Since 2000, hundreds of hospitals worldwide have used robotic surgical systems to equip surgeons with enhanced vision and dexterity when performing minimally invasive procedures. Now doctors at the University of North Carolina at Chapel Hill School of Medicine have shown in the largest groups of patients to date that robotically-assisted surgery provides superior short-term outcomes for two gynecologic procedures.
“The first step when introducing new technology is to show outcomes that are at least equivalent to those from the current gold standard procedure,” said John Boggess, M.D., associate professor of obstetrics and gynecology. “In two studies with significant numbers of patients, we not only show robotics is equivalent to open surgery, but we actually show improvement.”
Boggess and colleagues report that patients who underwent robotic-assisted radical hysterectomy for cervical cancer or robotic-assisted endometrial cancer staging experienced less blood loss and shorter hospital stays than patients who had the same procedures performed in the traditional, open manner or via laparoscopy (a minimally invasive method performed without robotic assistance).
The findings are published in two separate studies in the October 2008 issue of the American Journal of Obstetrics and Gynecology.
Both of the studies tracked outcomes for these robotic-assisted procedures in the largest group of patients to date. The UNC surgeons followed 103 patients who had robotic-assisted endometrial cancer staging, and 51 patients who underwent radical hysterectomy for cervical cancer.
Christina Spence of Knightdale, N.C., was diagnosed with uterine cancer. In November of 2007 the 54-year-old underwent robotic-assisted radical hysterectomy at UNC during which a number of lymph nodes were removed. Spence said she was “amazed” that the level of pain she expected to experience after the surgery, “just wasn’t there….”
In addition to causing fewer complications, the robotic procedures yielded surgical proficiency that was at least as good as that of traditional procedures.

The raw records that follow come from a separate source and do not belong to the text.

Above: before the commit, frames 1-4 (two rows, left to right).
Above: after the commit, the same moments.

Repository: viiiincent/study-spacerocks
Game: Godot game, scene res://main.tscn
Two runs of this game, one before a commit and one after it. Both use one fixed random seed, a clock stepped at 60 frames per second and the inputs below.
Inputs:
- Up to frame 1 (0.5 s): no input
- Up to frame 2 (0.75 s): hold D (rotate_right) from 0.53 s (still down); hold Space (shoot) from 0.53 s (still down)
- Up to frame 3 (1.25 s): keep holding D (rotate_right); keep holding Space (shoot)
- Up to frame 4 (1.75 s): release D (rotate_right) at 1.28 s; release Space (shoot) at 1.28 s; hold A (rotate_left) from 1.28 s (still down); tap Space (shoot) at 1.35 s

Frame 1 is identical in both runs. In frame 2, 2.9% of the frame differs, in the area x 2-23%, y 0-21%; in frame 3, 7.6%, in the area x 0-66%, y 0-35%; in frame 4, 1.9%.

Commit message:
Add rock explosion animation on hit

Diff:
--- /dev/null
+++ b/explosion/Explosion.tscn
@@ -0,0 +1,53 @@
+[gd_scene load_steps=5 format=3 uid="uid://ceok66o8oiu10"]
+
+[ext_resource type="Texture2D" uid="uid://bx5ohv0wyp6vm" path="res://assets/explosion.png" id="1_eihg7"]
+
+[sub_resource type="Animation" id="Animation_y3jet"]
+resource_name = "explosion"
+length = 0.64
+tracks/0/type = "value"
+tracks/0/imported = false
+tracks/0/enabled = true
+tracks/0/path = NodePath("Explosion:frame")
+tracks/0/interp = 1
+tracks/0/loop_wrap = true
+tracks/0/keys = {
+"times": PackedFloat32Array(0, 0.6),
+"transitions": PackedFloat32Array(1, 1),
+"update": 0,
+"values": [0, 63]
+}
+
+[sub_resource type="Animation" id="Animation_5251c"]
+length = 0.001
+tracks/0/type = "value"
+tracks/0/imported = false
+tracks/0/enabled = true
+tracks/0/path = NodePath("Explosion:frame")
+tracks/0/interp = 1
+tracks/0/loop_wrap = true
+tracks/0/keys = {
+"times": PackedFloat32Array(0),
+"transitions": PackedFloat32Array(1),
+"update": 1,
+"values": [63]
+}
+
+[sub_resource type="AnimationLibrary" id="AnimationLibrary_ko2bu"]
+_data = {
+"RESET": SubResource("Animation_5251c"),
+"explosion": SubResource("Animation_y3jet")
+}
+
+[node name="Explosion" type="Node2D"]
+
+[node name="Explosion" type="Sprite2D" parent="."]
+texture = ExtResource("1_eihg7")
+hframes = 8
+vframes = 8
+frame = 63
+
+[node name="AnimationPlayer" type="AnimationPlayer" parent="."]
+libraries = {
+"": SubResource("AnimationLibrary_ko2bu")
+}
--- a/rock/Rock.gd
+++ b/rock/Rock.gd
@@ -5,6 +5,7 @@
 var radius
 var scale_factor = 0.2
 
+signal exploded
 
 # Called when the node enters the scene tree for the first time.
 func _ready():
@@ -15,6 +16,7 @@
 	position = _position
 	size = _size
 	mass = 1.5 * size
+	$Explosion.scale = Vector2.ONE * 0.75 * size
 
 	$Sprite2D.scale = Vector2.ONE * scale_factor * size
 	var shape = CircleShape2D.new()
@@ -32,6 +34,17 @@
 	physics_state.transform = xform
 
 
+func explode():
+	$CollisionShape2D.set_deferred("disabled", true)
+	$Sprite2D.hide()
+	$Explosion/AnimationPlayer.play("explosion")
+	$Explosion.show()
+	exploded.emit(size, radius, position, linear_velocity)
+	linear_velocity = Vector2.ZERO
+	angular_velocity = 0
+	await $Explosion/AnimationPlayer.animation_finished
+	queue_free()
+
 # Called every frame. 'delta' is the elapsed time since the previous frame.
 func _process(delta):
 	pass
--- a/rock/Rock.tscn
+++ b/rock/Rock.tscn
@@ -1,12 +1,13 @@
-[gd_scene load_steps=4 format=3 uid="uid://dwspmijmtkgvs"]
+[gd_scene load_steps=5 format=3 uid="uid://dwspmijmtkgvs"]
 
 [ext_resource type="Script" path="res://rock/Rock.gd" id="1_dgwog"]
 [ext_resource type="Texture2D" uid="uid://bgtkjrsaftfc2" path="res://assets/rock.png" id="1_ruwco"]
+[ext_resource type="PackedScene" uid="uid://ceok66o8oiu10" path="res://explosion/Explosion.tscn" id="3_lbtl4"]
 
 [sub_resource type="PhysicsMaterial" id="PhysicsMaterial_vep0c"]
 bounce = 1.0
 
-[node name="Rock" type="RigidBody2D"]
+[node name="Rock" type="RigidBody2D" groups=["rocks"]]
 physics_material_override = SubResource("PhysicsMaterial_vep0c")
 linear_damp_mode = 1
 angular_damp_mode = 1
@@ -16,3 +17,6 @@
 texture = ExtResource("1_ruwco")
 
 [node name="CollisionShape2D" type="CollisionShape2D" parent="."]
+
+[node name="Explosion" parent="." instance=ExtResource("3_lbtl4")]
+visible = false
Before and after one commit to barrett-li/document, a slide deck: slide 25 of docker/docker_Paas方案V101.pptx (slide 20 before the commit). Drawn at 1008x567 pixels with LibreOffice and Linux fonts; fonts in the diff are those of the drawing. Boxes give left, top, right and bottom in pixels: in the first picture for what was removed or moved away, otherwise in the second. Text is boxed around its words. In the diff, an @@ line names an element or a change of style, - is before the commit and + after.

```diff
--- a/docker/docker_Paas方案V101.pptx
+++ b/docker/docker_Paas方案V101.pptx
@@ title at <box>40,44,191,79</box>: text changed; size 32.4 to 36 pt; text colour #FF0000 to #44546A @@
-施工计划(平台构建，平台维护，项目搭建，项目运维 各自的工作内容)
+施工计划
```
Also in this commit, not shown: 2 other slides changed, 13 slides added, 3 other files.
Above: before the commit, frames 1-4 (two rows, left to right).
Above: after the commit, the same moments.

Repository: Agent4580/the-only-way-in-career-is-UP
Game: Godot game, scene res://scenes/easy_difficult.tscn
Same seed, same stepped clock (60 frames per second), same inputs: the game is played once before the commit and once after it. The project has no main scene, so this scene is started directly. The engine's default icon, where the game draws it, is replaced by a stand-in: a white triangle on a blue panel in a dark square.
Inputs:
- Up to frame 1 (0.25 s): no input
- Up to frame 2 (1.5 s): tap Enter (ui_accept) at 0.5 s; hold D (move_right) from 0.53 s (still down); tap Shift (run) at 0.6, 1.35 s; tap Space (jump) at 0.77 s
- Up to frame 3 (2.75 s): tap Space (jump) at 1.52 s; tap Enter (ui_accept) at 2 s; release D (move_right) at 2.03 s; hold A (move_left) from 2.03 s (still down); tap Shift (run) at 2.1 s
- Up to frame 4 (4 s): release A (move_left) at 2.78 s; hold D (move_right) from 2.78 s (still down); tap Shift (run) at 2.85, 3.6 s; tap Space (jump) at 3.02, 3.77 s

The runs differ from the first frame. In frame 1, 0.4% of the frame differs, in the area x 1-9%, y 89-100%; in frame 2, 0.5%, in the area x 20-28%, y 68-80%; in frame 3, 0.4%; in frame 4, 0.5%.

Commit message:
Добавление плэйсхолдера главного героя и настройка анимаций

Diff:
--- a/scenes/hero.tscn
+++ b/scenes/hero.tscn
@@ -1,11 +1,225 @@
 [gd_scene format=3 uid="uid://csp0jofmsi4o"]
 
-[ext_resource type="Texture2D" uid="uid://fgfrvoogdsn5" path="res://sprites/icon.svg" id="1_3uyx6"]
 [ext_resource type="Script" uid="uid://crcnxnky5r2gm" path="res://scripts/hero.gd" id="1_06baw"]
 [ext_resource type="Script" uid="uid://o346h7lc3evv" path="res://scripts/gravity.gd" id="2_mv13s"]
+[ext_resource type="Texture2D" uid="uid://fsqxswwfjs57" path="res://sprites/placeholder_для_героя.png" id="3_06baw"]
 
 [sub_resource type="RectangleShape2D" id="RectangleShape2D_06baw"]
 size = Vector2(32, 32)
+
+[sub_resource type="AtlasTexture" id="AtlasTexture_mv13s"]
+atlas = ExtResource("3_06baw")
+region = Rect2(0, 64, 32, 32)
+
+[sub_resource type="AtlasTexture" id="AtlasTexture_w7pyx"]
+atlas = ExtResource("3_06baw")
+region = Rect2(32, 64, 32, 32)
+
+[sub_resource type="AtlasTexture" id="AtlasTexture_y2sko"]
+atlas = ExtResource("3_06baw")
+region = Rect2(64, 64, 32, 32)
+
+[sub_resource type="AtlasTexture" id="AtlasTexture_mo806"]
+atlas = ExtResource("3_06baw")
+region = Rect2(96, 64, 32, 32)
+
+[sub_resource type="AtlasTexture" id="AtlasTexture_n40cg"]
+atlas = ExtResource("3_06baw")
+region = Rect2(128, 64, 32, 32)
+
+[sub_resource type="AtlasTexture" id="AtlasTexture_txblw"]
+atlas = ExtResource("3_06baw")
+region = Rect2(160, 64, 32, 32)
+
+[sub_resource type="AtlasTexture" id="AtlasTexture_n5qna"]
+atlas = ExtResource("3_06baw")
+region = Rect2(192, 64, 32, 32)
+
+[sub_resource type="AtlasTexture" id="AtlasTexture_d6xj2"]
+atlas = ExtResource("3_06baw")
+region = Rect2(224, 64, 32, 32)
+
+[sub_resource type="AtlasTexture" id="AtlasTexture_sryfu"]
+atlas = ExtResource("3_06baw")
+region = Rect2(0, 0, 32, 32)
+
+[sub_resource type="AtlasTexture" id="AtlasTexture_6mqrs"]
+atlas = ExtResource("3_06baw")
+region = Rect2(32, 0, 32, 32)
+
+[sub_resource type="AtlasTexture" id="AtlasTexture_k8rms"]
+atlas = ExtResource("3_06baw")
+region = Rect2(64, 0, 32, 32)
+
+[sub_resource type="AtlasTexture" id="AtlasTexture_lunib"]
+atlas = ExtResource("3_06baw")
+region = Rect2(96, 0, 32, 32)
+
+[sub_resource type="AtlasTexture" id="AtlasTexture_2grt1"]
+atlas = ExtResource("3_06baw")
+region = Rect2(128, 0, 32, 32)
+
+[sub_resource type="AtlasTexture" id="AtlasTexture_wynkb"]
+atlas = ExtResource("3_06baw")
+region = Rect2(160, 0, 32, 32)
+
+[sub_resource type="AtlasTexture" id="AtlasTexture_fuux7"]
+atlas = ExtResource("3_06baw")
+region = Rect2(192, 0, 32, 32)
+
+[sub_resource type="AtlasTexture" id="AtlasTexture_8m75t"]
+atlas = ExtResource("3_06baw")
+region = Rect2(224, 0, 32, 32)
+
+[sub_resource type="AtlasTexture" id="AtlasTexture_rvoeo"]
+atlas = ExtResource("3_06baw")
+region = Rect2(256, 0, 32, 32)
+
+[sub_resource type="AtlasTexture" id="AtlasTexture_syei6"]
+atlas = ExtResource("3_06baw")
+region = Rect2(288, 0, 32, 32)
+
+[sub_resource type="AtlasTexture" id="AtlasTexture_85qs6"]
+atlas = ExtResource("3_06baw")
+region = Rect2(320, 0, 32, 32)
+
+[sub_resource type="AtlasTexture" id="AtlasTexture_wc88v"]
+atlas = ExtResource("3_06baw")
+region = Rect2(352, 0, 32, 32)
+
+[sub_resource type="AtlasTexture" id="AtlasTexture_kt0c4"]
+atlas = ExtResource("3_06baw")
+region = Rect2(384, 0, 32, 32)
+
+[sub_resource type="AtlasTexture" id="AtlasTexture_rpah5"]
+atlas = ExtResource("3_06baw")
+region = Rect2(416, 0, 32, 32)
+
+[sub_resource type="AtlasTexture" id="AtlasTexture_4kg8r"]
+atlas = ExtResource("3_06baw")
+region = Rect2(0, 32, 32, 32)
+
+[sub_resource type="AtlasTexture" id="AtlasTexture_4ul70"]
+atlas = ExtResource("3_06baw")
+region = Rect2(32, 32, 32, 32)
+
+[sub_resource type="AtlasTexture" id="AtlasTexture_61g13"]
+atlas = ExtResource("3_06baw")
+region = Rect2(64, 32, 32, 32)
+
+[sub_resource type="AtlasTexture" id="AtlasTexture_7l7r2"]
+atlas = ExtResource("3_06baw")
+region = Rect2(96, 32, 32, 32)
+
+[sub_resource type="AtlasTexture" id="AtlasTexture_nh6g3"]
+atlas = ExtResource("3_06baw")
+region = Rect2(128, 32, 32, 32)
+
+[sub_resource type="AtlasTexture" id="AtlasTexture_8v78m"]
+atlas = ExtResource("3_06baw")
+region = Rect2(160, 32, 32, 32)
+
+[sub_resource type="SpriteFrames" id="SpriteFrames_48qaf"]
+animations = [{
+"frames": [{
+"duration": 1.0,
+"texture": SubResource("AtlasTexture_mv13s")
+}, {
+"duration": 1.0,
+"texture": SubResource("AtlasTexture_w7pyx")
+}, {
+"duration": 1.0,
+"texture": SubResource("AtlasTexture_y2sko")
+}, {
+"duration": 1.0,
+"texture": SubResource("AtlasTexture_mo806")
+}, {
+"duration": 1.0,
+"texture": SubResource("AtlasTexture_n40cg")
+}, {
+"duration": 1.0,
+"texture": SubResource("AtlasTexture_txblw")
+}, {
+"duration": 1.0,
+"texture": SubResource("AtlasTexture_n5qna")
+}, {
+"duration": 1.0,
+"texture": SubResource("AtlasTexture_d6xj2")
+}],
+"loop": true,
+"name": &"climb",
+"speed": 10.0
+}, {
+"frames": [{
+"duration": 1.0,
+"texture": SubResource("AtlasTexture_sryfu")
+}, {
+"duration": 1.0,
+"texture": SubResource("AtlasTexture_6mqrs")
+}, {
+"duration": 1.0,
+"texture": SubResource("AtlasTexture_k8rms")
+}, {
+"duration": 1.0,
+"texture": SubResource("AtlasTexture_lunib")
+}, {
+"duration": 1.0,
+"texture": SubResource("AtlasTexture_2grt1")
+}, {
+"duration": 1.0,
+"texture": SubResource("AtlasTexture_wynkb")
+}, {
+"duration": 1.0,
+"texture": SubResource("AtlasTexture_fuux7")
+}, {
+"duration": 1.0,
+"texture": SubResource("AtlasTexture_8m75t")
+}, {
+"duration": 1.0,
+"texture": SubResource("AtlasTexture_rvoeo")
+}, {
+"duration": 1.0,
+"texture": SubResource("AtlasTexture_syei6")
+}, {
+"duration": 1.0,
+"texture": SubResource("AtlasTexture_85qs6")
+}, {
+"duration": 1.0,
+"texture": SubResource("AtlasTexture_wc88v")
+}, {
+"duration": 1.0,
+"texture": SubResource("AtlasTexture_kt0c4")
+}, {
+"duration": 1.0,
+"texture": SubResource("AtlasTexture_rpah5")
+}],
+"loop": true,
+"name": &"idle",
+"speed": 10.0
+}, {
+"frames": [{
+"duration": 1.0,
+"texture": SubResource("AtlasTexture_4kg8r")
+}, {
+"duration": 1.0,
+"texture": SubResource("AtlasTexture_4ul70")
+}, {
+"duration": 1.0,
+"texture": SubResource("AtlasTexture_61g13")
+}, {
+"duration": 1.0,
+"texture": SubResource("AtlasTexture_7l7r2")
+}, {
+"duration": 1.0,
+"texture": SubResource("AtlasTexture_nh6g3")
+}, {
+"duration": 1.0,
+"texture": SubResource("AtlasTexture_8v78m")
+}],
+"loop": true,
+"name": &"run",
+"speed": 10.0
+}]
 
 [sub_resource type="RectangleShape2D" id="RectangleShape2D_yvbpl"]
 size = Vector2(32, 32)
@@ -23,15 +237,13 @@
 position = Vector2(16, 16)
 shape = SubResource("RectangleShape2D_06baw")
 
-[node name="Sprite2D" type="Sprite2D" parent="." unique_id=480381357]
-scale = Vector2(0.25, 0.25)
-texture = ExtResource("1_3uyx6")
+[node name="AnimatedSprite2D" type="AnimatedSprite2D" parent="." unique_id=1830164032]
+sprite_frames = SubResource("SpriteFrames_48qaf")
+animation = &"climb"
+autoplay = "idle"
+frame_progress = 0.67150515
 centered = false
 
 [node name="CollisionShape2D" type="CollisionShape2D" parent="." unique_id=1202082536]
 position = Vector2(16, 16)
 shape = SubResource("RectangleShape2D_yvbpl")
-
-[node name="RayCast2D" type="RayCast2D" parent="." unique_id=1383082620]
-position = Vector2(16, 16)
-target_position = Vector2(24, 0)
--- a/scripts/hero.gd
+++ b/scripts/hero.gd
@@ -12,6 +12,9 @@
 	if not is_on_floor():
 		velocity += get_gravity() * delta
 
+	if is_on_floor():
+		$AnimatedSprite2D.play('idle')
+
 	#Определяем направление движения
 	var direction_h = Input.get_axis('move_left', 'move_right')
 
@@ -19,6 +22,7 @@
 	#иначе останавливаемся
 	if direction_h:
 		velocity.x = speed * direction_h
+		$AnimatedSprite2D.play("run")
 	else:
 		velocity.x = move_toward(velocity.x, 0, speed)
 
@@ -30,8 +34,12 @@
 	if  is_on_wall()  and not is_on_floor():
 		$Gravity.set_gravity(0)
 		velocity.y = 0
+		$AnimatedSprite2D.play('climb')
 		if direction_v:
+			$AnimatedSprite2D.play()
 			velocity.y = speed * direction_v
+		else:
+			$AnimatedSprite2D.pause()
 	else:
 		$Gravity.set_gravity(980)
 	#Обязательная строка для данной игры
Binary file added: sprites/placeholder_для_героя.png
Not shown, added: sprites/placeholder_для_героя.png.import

For instance, with robotic-assisted endometrial cancer staging, surgeons dissected a larger number of lymph nodes than with open or laparoscopic procedures. “We believe that reflects the increased visualization and 3-dimensional magnification of the robot, and the dexterity of the instruments,” Boggess said.
Removing a larger number of lymph nodes is associated with longer survival rates. Boggess and colleagues will follow patients to determine whether robotic procedures actually improve long-term outcomes.
Today’s robotic surgical systems are not cheap; a base system costs more than $1 million. But if robotics help surgeons perform procedures that are just as thorough as open surgeries but that result in fewer complications and shorter hospital stays, robotics could yield a cost savings in the long run, Boggess said.
But those benefits will only be realized if robotic tools are placed in the hands of skilled surgeons. “The robot doesn’t eliminate human error, but it reduces it by providing a better set of tools,” Boggess said.
In addition to Boggess, authors in the division of gynecologic oncology, department of obstetrics and gynecology at UNC are associate professor Paola A. Gehrig, M.D., clinical fellows Leigh Cantrell, M.D. and Aaron Shafer, M.D., and Distinguished Professor and division director Wesley C. Fowler, M.D.
Additional authors are former fellows Mildred Ridgway, M.D. (now of the University of Mississippi Medical Center), and Elizabeth N. Skinner M.D., (now of Forsyth Medical Center in Winston-Salem, N.C.)
Boggess and other surgeons shared their expertise in robotic-assisted procedures at the Second Annual International Gynecologic Oncology Robotics Symposium in Chapel Hill, November 9-11, 2008.